Love Radio General Santos (DXWK)
- General Santos; Philippines;
- Broadcast area: South Cotabato, Sarangani and surrounding areas
- Frequency: 101.5 MHz
- Branding: 101.5 Love Radio

Programming
- Languages: Cebuano, Filipino
- Format: Pop MOR, OPM
- Network: Love Radio

Ownership
- Owner: MBC Media Group
- Sister stations: 94.3 DZRH News FM, DZRH General Santos

History
- First air date: January 1, 1990 (as K101)

Technical information
- Licensing authority: NTC
- Power: 10,000 watts

Links
- Webcast: Listen Live
- Website: Love Radio General Santos

= DXWK =

Radio station in General Santos, Philippines

DXWK (101.5 FM), broadcasting as 101.5 Love Radio, is a radio station owned and operated by MBC Media Group.

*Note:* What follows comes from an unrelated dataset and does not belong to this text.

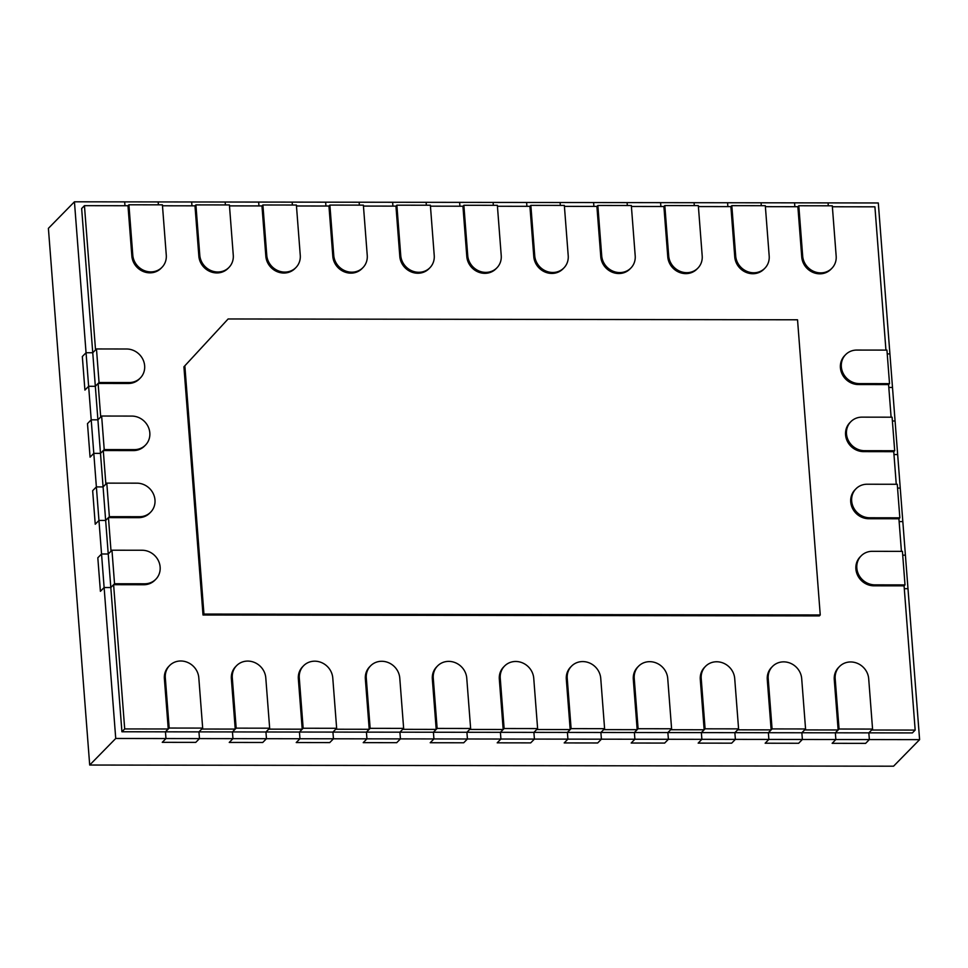 <?xml version="1.0" encoding="UTF-8"?>
<svg xmlns="http://www.w3.org/2000/svg" width="968" height="968" viewBox="0 0 968 968"><rect width="100%" height="100%" fill="white"/><g stroke="black" fill="none" stroke-linecap="round" stroke-linejoin="round"><path stroke-width="1.45" d="M904.076 585.846L873.935 585.809A17.424 16.117 44.4 0 1 857.563 575.21A17.424 16.117 44.4 0 1 860.201 556.83L861.133 555.886A17.424 16.117 44.4 0 1 872.277 551.312L902.43 551.361L905.007 584.902L904.076 585.846L915.171 730.078L912.388 732.921L868.84 732.861L869.361 739.564L865.634 743.364L832.141 743.315L835.868 739.516L835.348 732.812L801.855 732.764L802.375 739.467L798.648 743.267L765.156 743.218L768.87 739.419L768.362 732.715L734.869 732.667L735.377 739.37L731.663 743.17L698.17 743.121L701.885 739.322L701.364 732.619L667.872 732.57L668.392 739.274L664.677 743.073L631.172 743.025L634.899 739.225L634.379 732.522L600.886 732.474L601.406 739.177L597.679 742.976L564.187 742.928L567.913 739.129L567.393 732.425L533.9 732.377L534.409 739.08L530.694 742.88L497.201 742.831L500.916 739.032L500.408 732.328L466.915 732.28L467.423 738.983L463.708 742.783L430.216 742.734L433.93 738.935L433.41 732.231L399.917 732.183L400.437 738.886L396.711 742.686L363.218 742.637L366.945 738.838L366.424 732.135L332.931 732.086L333.452 738.79L329.725 742.589L296.232 742.541L299.959 738.741L299.439 732.038L265.946 731.99L266.454 738.693L262.739 742.48L229.247 742.432L232.961 738.644L232.453 731.929L198.948 731.881L199.468 738.596L195.754 742.383L162.261 742.335L165.976 738.548L165.455 731.832L168.251 728.989L124.703 728.928L121.92 731.772L110.824 587.54L104.12 587.54L101.543 553.986L97.816 557.786L101.543 553.986L108.234 553.999L105.657 520.457L98.954 520.445L96.377 486.904L92.662 490.703L96.377 486.904L103.08 486.916L100.49 453.375L93.799 453.363L91.21 419.822L87.495 423.621L91.21 419.822L97.913 419.834L95.336 386.292L88.632 386.28L86.055 352.739L82.328 356.539L86.055 352.739L92.746 352.751L95.542 349.908L84.446 205.676L127.982 205.736L131.854 256.048A17.424 16.117 44.4 0 0 143.167 271.464A17.424 16.117 44.4 0 0 161.051 268.281L161.983 267.325A17.424 16.117 44.4 0 0 166.278 255.153L162.406 204.841L128.913 204.792L132.785 255.104A17.424 16.117 44.4 0 0 144.099 270.52A17.424 16.117 44.4 0 0 161.983 267.325M162.479 205.785L194.979 205.833L198.851 256.145A17.424 16.117 44.4 0 0 210.153 271.56A17.424 16.117 44.4 0 0 228.037 268.378L228.968 267.422A17.424 16.117 44.4 0 0 233.276 255.249L229.404 204.938L195.911 204.889L199.783 255.201A17.424 16.117 44.4 0 0 211.084 270.616A17.424 16.117 44.4 0 0 228.968 267.422M229.476 205.881L261.965 205.93L265.837 256.242A17.424 16.117 44.4 0 0 277.138 271.657A17.424 16.117 44.4 0 0 295.022 268.475L295.954 267.519A17.424 16.117 44.4 0 0 300.262 255.346L296.389 205.034L262.897 204.986L266.769 255.298A17.424 16.117 44.4 0 0 278.07 270.713A17.424 16.117 44.4 0 0 295.954 267.519M296.462 205.978L328.951 206.027L332.823 256.339A17.424 16.117 44.4 0 0 344.136 271.766A17.424 16.117 44.4 0 0 362.02 268.572L362.952 267.616A17.424 16.117 44.4 0 0 367.247 255.443L363.375 205.131L329.882 205.083L333.754 255.395A17.424 16.117 44.4 0 0 345.068 270.81A17.424 16.117 44.4 0 0 362.952 267.616M363.448 206.075L395.948 206.123L399.808 256.435A17.424 16.117 44.4 0 0 411.122 271.863A17.424 16.117 44.4 0 0 429.005 268.668L429.937 267.712A17.424 16.117 44.4 0 0 434.233 255.54L430.373 205.228L396.868 205.18L400.74 255.492A17.424 16.117 44.4 0 0 412.053 270.907A17.424 16.117 44.4 0 0 429.937 267.712M430.445 206.172L462.934 206.22L466.806 256.532A17.424 16.117 44.4 0 0 478.107 271.96A17.424 16.117 44.4 0 0 495.991 268.765L496.923 267.821A17.424 16.117 44.4 0 0 501.23 255.637L497.358 205.325L463.866 205.276L467.738 255.588A17.424 16.117 44.4 0 0 479.039 271.004A17.424 16.117 44.4 0 0 496.923 267.821M497.431 206.269L529.919 206.317L533.791 256.641A17.424 16.117 44.4 0 0 545.105 272.056A17.424 16.117 44.4 0 0 562.989 268.862L563.908 267.918A17.424 16.117 44.4 0 0 568.216 255.733L564.344 205.422L530.851 205.373L534.723 255.685A17.424 16.117 44.4 0 0 546.025 271.101A17.424 16.117 44.4 0 0 563.908 267.918M564.417 206.378L596.905 206.414L600.777 256.738A17.424 16.117 44.4 0 0 612.091 272.153A17.424 16.117 44.4 0 0 629.974 268.959L630.906 268.015A17.424 16.117 44.4 0 0 635.202 255.83L631.33 205.518L597.837 205.47L601.709 255.782A17.424 16.117 44.4 0 0 613.022 271.197A17.424 16.117 44.4 0 0 630.906 268.015M631.402 206.474L663.903 206.523L667.775 256.835A17.424 16.117 44.4 0 0 679.076 272.25A17.424 16.117 44.4 0 0 696.96 269.056L697.892 268.112A17.424 16.117 44.4 0 0 702.199 255.927L698.327 205.615L664.822 205.567L668.694 255.879A17.424 16.117 44.4 0 0 680.008 271.294A17.424 16.117 44.4 0 0 697.892 268.112M698.4 206.571L730.888 206.62L734.76 256.931A17.424 16.117 44.4 0 0 746.062 272.347A17.424 16.117 44.4 0 0 763.946 269.152L764.877 268.209A17.424 16.117 44.4 0 0 769.185 256.024L765.313 205.712L731.82 205.664L735.692 255.976A17.424 16.117 44.4 0 0 746.994 271.403A17.424 16.117 44.4 0 0 764.877 268.209M765.385 206.668L797.874 206.716L801.746 257.028A17.424 16.117 44.4 0 0 813.06 272.444A17.424 16.117 44.4 0 0 830.943 269.249L831.863 268.305A17.424 16.117 44.4 0 0 836.17 256.121L832.298 205.809L798.806 205.761L802.678 256.072A17.424 16.117 44.4 0 0 813.979 271.5A17.424 16.117 44.4 0 0 831.863 268.305M832.371 206.765L874.915 206.825L885.938 350.101M845.645 354.627A17.424 16.117 44.4 0 0 843.007 373.007A17.424 16.117 44.4 0 0 859.378 383.606L889.519 383.643L886.942 350.101L856.801 350.065A17.424 16.117 44.4 0 0 845.645 354.627L844.713 355.583A17.424 16.117 44.4 0 0 842.075 373.963A17.424 16.117 44.4 0 0 858.447 384.55L888.588 384.599L891.105 417.184M850.799 421.721A17.424 16.117 44.4 0 0 848.162 440.101A17.424 16.117 44.4 0 0 864.533 450.689L894.686 450.737L892.097 417.196L861.956 417.147A17.424 16.117 44.4 0 0 850.799 421.721L849.868 422.665A17.424 16.117 44.4 0 0 847.23 441.045A17.424 16.117 44.4 0 0 863.613 451.632L893.754 451.681L896.259 484.278M855.966 488.804A17.424 16.117 44.4 0 0 853.328 507.184A17.424 16.117 44.4 0 0 869.7 517.771L899.841 517.819L897.263 484.278L867.122 484.23A17.424 16.117 44.4 0 0 855.966 488.804L855.034 489.748A17.424 16.117 44.4 0 0 852.397 508.127A17.424 16.117 44.4 0 0 868.768 518.727L898.921 518.763L901.426 551.361M915.171 730.078L871.636 730.017L868.84 732.861L869.361 739.564L865.634 743.364L832.141 743.315L835.868 739.516L802.375 739.467L798.648 743.267L765.156 743.218L768.87 739.419L735.377 739.37L731.663 743.17L698.17 743.121L701.885 739.322L668.392 739.274L664.677 743.073L631.172 743.025L634.899 739.225L601.406 739.177L597.679 742.976L564.187 742.928L567.913 739.129L534.409 739.08L530.694 742.88L497.201 742.831L500.916 739.032L467.423 738.983L463.708 742.783L430.216 742.734L433.93 738.935L115.737 738.475L104.12 587.54L100.406 591.327L97.816 557.786L100.406 591.327L104.12 587.54L110.824 587.54L113.607 584.696L143.748 584.745A17.424 16.117 -135.6 0 0 154.904 580.171L155.836 579.227A17.424 16.117 -135.6 0 1 144.68 583.789L114.539 583.752L110.824 587.54L108.234 553.999L111.03 551.155L108.452 517.614L138.593 517.662A17.424 16.117 -135.6 0 0 149.75 513.088L150.681 512.145A17.424 16.117 -135.6 0 1 139.525 516.706L109.372 516.67L105.657 520.457L98.954 520.445L95.239 524.245L92.662 490.703L95.239 524.245L98.954 520.445L101.543 553.986L108.234 553.999L111.961 550.211L114.539 583.752M839.062 729.025L835.348 732.812L838.143 729.969L834.271 679.657A17.424 16.117 -135.6 0 1 838.566 667.472L839.498 666.529A17.424 16.117 -135.6 0 1 857.382 663.334A17.424 16.117 -135.6 0 1 868.695 678.75L872.567 729.073L839.062 729.025L835.19 678.701A17.424 16.117 -135.6 0 1 839.498 666.529M838.143 729.969L804.638 729.92L801.855 732.764L802.375 739.467L768.87 739.419L768.362 732.715L771.145 729.872L767.273 679.56A17.424 16.117 -135.6 0 1 771.581 667.375L772.512 666.432A17.424 16.117 -135.6 0 1 790.396 663.237A17.424 16.117 -135.6 0 1 801.698 678.653L805.57 728.965L772.077 728.916L768.205 678.604A17.424 16.117 -135.6 0 1 772.512 666.432M771.145 729.872L737.652 729.824L734.869 732.667L735.377 739.37L701.885 739.322L701.364 732.619L704.159 729.775L700.288 679.463A17.424 16.117 -135.6 0 1 704.595 667.279L705.527 666.335A17.424 16.117 -135.6 0 1 723.411 663.14A17.424 16.117 -135.6 0 1 734.712 678.556L738.584 728.868L705.091 728.819L701.219 678.507A17.424 16.117 -135.6 0 1 705.527 666.335M704.159 729.775L670.667 729.727L667.872 732.57L668.392 739.274L634.899 739.225L634.379 732.522L637.174 729.678L633.302 679.367A17.424 16.117 -135.6 0 1 637.597 667.182L638.529 666.238A17.424 16.117 -135.6 0 1 656.413 663.044A17.424 16.117 -135.6 0 1 667.726 678.459L671.598 728.771L638.106 728.722L634.234 678.411A17.424 16.117 -135.6 0 1 638.529 666.238M637.174 729.678L603.681 729.63L600.886 732.474L601.406 739.177L567.913 739.129L567.393 732.425L570.188 729.582L566.316 679.27A17.424 16.117 -135.6 0 1 570.612 667.085L571.543 666.141A17.424 16.117 -135.6 0 1 589.427 662.947A17.424 16.117 -135.6 0 1 600.741 678.362L604.601 728.674L571.108 728.626L567.236 678.314A17.424 16.117 -135.6 0 1 571.543 666.141M570.188 729.582L536.683 729.533L533.9 732.377L534.409 739.08L500.916 739.032L500.408 732.328L503.191 729.485L499.319 679.161A17.424 16.117 -135.6 0 1 503.626 666.988L504.558 666.045A17.424 16.117 -135.6 0 1 522.442 662.85A17.424 16.117 -135.6 0 1 533.743 678.265L537.615 728.577L504.122 728.529L500.25 678.217A17.424 16.117 -135.6 0 1 504.558 666.045M503.191 729.485L469.698 729.436L466.915 732.28L467.423 738.983L433.93 738.935L433.41 732.231L436.205 729.388L432.333 679.064A17.424 16.117 -135.6 0 1 436.641 666.891L437.56 665.948A17.424 16.117 -135.6 0 1 455.444 662.753A17.424 16.117 -135.6 0 1 466.757 678.169L470.629 728.48L437.137 728.432L433.265 678.12A17.424 16.117 -135.6 0 1 437.56 665.948M436.205 729.388L402.712 729.327L399.917 732.183L400.437 738.886L396.711 742.686L363.218 742.637L366.945 738.838L366.424 732.135L369.219 729.279L365.347 678.967A17.424 16.117 -135.6 0 1 369.643 666.795L370.575 665.851A17.424 16.117 -135.6 0 1 388.458 662.656A17.424 16.117 -135.6 0 1 399.772 678.072L403.644 728.384L370.151 728.335L366.279 678.024A17.424 16.117 -135.6 0 1 370.575 665.851M369.219 729.279L335.727 729.231L332.931 732.086L333.452 738.79L329.725 742.589L296.232 742.541L299.959 738.741L299.439 732.038L302.222 729.182L298.35 678.87A17.424 16.117 -135.6 0 1 302.657 666.698L303.589 665.742A17.424 16.117 -135.6 0 1 321.473 662.56A17.424 16.117 -135.6 0 1 332.774 677.975L336.646 728.287L303.153 728.239L299.281 677.927A17.424 16.117 -135.6 0 1 303.589 665.742M302.222 729.182L268.729 729.134L265.946 731.99L266.454 738.693L262.739 742.48L229.247 742.432L232.961 738.644L232.453 731.929L235.236 729.085L231.364 678.774A17.424 16.117 -135.6 0 1 235.672 666.601L236.603 665.645A17.424 16.117 -135.6 0 1 254.487 662.463A17.424 16.117 -135.6 0 1 265.789 677.878L269.661 728.19L236.168 728.142L232.296 677.83A17.424 16.117 -135.6 0 1 236.603 665.645M235.236 729.085L201.743 729.037L198.948 731.881L199.468 738.596L195.754 742.383L162.261 742.335L165.976 738.548L165.455 731.832L121.92 731.772M168.251 728.989L164.379 678.677A17.424 16.117 -135.6 0 1 168.686 666.504L169.606 665.548A17.424 16.117 -135.6 0 1 187.489 662.366A17.424 16.117 -135.6 0 1 198.803 677.781L202.675 728.093L169.182 728.045L165.31 677.733A17.424 16.117 -135.6 0 1 169.606 665.548M124.703 728.928L113.607 584.696M105.863 484.073L103.286 450.531L133.427 450.58A17.424 16.117 -135.6 0 0 144.583 446.006L145.515 445.062A17.424 16.117 -135.6 0 1 134.358 449.624L104.217 449.588L100.49 453.375L93.799 453.363L90.072 457.162L87.495 423.621L90.072 457.162L93.799 453.363L96.377 486.904L103.08 486.916L105.863 484.073M100.708 416.99L98.119 383.449L128.272 383.485A17.424 16.117 -135.6 0 0 139.416 378.924L140.348 377.968A17.424 16.117 -135.6 0 1 129.204 382.541L99.051 382.493L95.336 386.292L88.632 386.28L84.918 390.08L82.328 356.539L84.918 390.08L88.632 386.28L91.21 419.822L97.913 419.834L100.708 416.99M184.852 365.856L203.946 614.063L820.247 614.958L819.315 615.914L203.014 615.007L183.92 366.799L228.121 318.968L183.92 366.799M84.446 205.676L81.651 208.519L95.336 386.292L98.119 383.449M108.452 517.614L105.657 520.457L103.08 486.916L106.795 483.129L109.372 516.67M103.286 450.531L100.49 453.375L97.913 419.834L101.64 416.034L104.217 449.588M872.567 729.073L868.84 732.861L835.348 732.812L835.868 739.516L919.6 739.649L907.984 588.701L904.293 588.701L907.984 588.701L902.829 521.619L899.139 521.619L902.829 521.619L897.663 454.536L893.972 454.536L897.663 454.536L892.496 387.454L888.805 387.442L892.496 387.454L878.303 202.965L828.063 202.893L828.293 205.809L828.063 202.893L761.078 202.796L761.296 205.712L761.078 202.796L694.08 202.699L694.31 205.615L694.08 202.699L627.095 202.602L627.325 205.518L627.095 202.602L560.109 202.506L560.327 205.422L560.109 202.506L493.123 202.409L493.341 205.325L493.123 202.409L426.126 202.312L426.356 205.216L426.126 202.312L359.14 202.215L359.37 205.119L359.14 202.215L292.154 202.118L292.372 205.022L292.154 202.118L225.169 202.022L225.387 204.926L225.169 202.022L158.171 201.925L158.401 204.829L158.171 201.925L124.678 201.876L124.981 205.736L124.678 201.876L74.439 201.804L48.4 228.351L89.697 765.035L115.737 738.475M99.051 382.493L96.473 348.952L92.746 352.751L86.055 352.739L74.439 201.804M191.664 201.973L191.966 205.833L191.664 201.973M258.662 202.07L258.952 205.93L258.662 202.07M325.647 202.167L325.95 206.027L325.647 202.167M392.633 202.264L392.935 206.123L392.633 202.264M889.919 353.913L887.232 353.901L889.919 353.913M895.085 420.995L892.399 420.995L895.085 420.995M900.24 488.078L897.554 488.078L900.24 488.078M905.407 555.16L902.72 555.16L905.407 555.16M794.571 202.844L794.861 206.704L794.571 202.844M727.585 202.748L727.875 206.607L727.585 202.748M660.587 202.651L660.89 206.511L660.587 202.651M593.602 202.554L593.904 206.414L593.602 202.554M459.631 202.36L459.921 206.22L459.631 202.36M526.616 202.457L526.907 206.317L526.616 202.457M919.6 739.649L893.561 766.196L89.697 765.035M820.247 614.958L797.535 319.791L228.121 318.968M203.014 615.007L203.946 614.063M805.57 728.965L801.855 732.764L768.362 732.715L772.077 728.916M738.584 728.868L734.869 732.667L701.364 732.619L705.091 728.819M671.598 728.771L667.872 732.57L634.379 732.522L638.106 728.722M604.601 728.674L600.886 732.474L567.393 732.425L571.108 728.626M798.806 205.761L797.874 206.716M731.82 205.664L730.888 206.62M664.822 205.567L663.903 206.523M597.837 205.47L596.905 206.414M530.851 205.373L529.919 206.317M537.615 728.577L533.9 732.377L500.408 732.328L504.122 728.529M470.629 728.48L466.915 732.28L433.41 732.231L437.137 728.432M370.151 728.335L366.424 732.135L399.917 732.183L403.644 728.384M303.153 728.239L299.439 732.038L332.931 732.086L336.646 728.287M236.168 728.142L232.453 731.929L265.946 731.99L269.661 728.19M463.866 205.276L462.934 206.22M396.868 205.18L395.948 206.123M329.882 205.083L328.951 206.027M262.897 204.986L261.965 205.93M195.911 204.889L194.979 205.833M96.473 348.952L126.614 349A17.424 16.117 -135.6 0 1 142.986 359.588A17.424 16.117 -135.6 0 1 140.348 377.968M101.64 416.034L131.781 416.083A17.424 16.117 -135.6 0 1 148.152 426.67A17.424 16.117 -135.6 0 1 145.515 445.062M106.795 483.129L136.936 483.165A17.424 16.117 -135.6 0 1 153.319 493.765A17.424 16.117 -135.6 0 1 150.681 512.145M111.961 550.211L142.102 550.247A17.424 16.117 -135.6 0 1 158.474 560.847A17.424 16.117 -135.6 0 1 155.836 579.227M889.519 383.643L888.588 384.599M894.686 450.737L893.754 451.681M899.841 517.819L898.921 518.763M861.133 555.886A17.424 16.117 44.4 0 0 858.483 574.266A17.424 16.117 44.4 0 0 874.866 584.854L905.007 584.902M169.182 728.045L165.455 731.832L198.948 731.881L202.675 728.093M128.913 204.792L127.982 205.736M835.19 678.701L834.271 679.657M768.205 678.604L767.273 679.56M701.219 678.507L700.288 679.463M634.234 678.411L633.302 679.367M567.236 678.314L566.316 679.27M802.678 256.072L801.746 257.028M735.692 255.976L734.76 256.931M668.694 255.879L667.775 256.835M601.709 255.782L600.777 256.738M534.723 255.685L533.791 256.641M500.25 678.217L499.319 679.161M433.265 678.12L432.333 679.064M366.279 678.024L365.347 678.967M299.281 677.927L298.35 678.87M232.296 677.83L231.364 678.774M467.738 255.588L466.806 256.532M400.74 255.492L399.808 256.435M333.754 255.395L332.823 256.339M266.769 255.298L265.837 256.242M199.783 255.201L198.851 256.145M129.204 382.541L128.272 383.485M134.358 449.624L133.427 450.58M139.525 516.706L138.593 517.662M144.68 583.789L143.748 584.745M859.378 383.606L858.447 384.55M864.533 450.689L863.613 451.632M869.7 517.771L868.768 518.727M874.866 584.854L873.935 585.809M165.31 677.733L164.379 678.677M132.785 255.104L131.854 256.048"/></g></svg>

Its studio and transmitter are located at DVO Bldg., Aparente St., Purok Malakas, Brgy. San Isidro, General Santos.

==Incident==
On June 8, 2026, the station, alongside its sister station DZRH News FM, abruptly went off the air after RD Plaza Building in Brgy. Dadiangas West, where their studios are located, collapsed during the magnitude 7.8 earthquake, damaging both the station's studio and transmitter at the third floor.. On June 20, both stations went back on air from its new home in DVO Bldg. in Brgy. San Isidro.